The global 2D image alignment in operation 2 is performed using direct methods for parametric motion computation [2, 7].

Masking Unpredictable Regions

Real scenes always have a few regions that cannot be predicted. For example, people walking in the street often change their behavior in an unpredictable way, e.g. raising their hands or changing their direction. In these cases the video extrapolation will fail, resulting in outliers. The alignment can be improved by estimating the predictability of each region, where unpredictable regions get lower weights during the alignment stage. To do so, we incorporate a predictability score M(x, y, t) which is estimated during the alignment process, and is later used for future alignment.

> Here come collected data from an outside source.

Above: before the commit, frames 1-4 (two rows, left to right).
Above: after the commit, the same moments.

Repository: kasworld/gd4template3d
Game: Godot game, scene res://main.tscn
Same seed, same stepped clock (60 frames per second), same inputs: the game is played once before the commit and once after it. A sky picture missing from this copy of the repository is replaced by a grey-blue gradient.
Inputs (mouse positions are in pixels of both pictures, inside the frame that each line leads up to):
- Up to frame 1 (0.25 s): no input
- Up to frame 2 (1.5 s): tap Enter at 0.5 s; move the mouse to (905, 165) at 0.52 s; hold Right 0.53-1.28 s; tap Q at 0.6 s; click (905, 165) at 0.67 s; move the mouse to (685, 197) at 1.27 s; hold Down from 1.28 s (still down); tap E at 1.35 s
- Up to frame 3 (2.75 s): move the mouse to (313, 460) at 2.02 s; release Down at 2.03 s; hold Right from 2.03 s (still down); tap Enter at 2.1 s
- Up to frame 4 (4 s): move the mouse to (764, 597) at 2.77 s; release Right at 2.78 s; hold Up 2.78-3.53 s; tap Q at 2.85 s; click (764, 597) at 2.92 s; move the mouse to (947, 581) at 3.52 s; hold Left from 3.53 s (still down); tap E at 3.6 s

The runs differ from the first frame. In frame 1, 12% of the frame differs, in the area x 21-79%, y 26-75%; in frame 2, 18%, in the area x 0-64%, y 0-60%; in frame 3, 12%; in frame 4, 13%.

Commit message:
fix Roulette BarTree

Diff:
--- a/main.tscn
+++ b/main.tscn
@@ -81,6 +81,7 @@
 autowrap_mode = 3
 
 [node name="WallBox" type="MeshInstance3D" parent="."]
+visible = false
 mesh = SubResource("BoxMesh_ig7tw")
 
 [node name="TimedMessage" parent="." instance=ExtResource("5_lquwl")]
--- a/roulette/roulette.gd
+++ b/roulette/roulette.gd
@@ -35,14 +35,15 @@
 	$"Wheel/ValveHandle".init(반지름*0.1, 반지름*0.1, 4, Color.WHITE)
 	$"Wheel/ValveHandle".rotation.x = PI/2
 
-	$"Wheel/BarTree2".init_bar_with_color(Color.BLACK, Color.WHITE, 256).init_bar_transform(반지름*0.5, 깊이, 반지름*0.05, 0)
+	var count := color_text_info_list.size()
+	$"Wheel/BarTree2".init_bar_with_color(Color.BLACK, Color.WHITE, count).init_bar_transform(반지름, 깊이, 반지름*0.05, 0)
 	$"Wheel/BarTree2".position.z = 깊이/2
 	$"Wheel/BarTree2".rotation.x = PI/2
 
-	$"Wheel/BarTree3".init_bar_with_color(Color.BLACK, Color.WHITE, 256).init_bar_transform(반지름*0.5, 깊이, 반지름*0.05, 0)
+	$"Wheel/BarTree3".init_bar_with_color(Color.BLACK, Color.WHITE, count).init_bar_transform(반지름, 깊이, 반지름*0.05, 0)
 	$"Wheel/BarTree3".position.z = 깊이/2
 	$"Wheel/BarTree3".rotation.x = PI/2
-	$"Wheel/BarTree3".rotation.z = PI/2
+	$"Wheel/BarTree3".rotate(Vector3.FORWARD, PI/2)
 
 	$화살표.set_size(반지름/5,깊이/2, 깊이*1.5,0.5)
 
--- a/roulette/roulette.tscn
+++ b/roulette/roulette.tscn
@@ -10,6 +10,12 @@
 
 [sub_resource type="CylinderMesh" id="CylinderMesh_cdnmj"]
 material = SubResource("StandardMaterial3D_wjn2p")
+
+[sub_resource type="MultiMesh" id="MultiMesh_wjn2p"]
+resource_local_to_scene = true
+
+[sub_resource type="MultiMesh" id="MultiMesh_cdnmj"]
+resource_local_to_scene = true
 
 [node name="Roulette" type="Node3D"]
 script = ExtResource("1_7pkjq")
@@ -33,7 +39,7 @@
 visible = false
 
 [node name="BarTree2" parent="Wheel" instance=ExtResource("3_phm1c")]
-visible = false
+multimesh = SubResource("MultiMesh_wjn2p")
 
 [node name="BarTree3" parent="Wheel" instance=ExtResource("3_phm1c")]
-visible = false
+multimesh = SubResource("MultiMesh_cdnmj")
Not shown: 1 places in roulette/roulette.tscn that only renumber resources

The predictability score M is computed is the following way: after the new input image I_n is aligned with the extrapolated image which estimated it, the difference between the two images is computed. Each pixel (x, y) receives a predictability score according to the color differences in its neighborhood. Low color differences indicate that the pixel has been estimated accurately, while large differences indicate poor estimation. From these differences a binary predictability mask is computed, indicating the accuracy of the extrapolation, $\begin{array}{cc}M\left(x,y,n\right)=\{\begin{array}{cc}1& \mathrm{if}\frac{\sum {\left(I_n-I_n^p\right)}^2}{\sum \left(I_x^2+I_y^2\right)}\\ 0& \mathrm{otherwise}\end{array}<r& \left(5\right)\end{array}$
where the summation is over a window around (x, y), and r is a threshold (typically r=1). This is a conservative scheme to mask out pixels in which the residual energy will likely bias the registration. The predictability mask Mn(x, y)=M (x, y, n) is used in the alignment of frame I_n+1 to frame I_n+1^p.

Fuzzy Estimation

Applications such as video completion or video compression also use frame predictions. Unlike these applications, video registration is not limited to use a single prediction. Instead, better alignment can be obtained when a fuzzy prediction is used. The fuzzy prediction can be obtained by keeping not only the best candidate for each pixel, but the best S candidates. One embodiment of the invention reduced to practice used up to five candidates for each pixel. The multiple predictions for each pixel can easily be combined using a summation of the error terms: $\begin{array}{cc}{T}_n=\arg \underset{T}{\min }\left\{\sum _{x,y,s}{{\lambda }_{x,y,s}\left(T^{-1}\left(I_n\right)\left(x,y\right)-I_n^p\left(x,y,s\right)\right)}^2\right\}& \left(6\right)\end{array}$
where I_n^p(x,y,s) is the s^th candidate for the value of the pixel I_n(x,y). The weight λ_x,y,s of each candidate is based on the difference of its corresponding space-time cube from the current one as defined in Eq. 4, and is given by: $\begin{array}{cc}{\lambda }_{x,y,s}=e^{\frac{-{d\left(W_p,W_q\right)}^2}{2{\sigma }^2}}& \left(7\right)\end{array}$

We used σ= 1/255 to reflect the noise in the image gray levels. Note that the weights for each pixel do not necessarily sum to one, and therefore the registration mostly relies on the most predictable regions.

Accelerating the Video Extrapolation

The most expensive stage of the dynamic registration is finding the best candidates in the video extrapolation stage. An exhaustive search makes this stage very slow. To enable fast extrapolation we have implemented several modifications which accelerate substantially this stage. Some of these accelerations may not be valid for general video synthesis and completion techniques, as they can reduce the rendering quality of the resulting video. But high rendering quality is not essential for accurate registration.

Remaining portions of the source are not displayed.